------ Provided records ------

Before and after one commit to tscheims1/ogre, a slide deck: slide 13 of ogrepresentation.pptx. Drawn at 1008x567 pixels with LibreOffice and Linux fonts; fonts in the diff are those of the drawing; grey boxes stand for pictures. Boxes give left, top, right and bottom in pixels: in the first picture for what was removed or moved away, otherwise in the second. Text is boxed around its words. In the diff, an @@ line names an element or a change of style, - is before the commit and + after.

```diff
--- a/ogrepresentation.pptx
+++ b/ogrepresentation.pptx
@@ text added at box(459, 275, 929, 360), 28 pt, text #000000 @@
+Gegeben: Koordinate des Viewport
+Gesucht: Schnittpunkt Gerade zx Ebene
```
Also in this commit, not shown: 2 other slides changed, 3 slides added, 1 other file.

------

Aim of the task:
Every record should be printed again exactly as it reads.

Answer area:
Before and after one commit to tscheims1/ogre, a slide deck: slide 13 of ogrepresentation.pptx. Drawn at 1008x567 pixels with LibreOffice and Linux fonts; fonts in the diff are those of the drawing; grey boxes stand for pictures. Boxes give left, top, right and bottom in pixels: in the first picture for what was removed or moved away, otherwise in the second. Text is boxed around its words. In the diff, an @@ line names an element or a change of style, - is before the commit and + after.

```diff
--- a/ogrepresentation.pptx
+++ b/ogrepresentation.pptx
@@ text added at box(459, 275, 929, 360), 28 pt, text #000000 @@
+Gegeben: Koordinate des Viewport
+Gesucht: Schnittpunkt Gerade zx Ebene
```
Also in this commit, not shown: 2 other slides changed, 3 slides added, 1 other file.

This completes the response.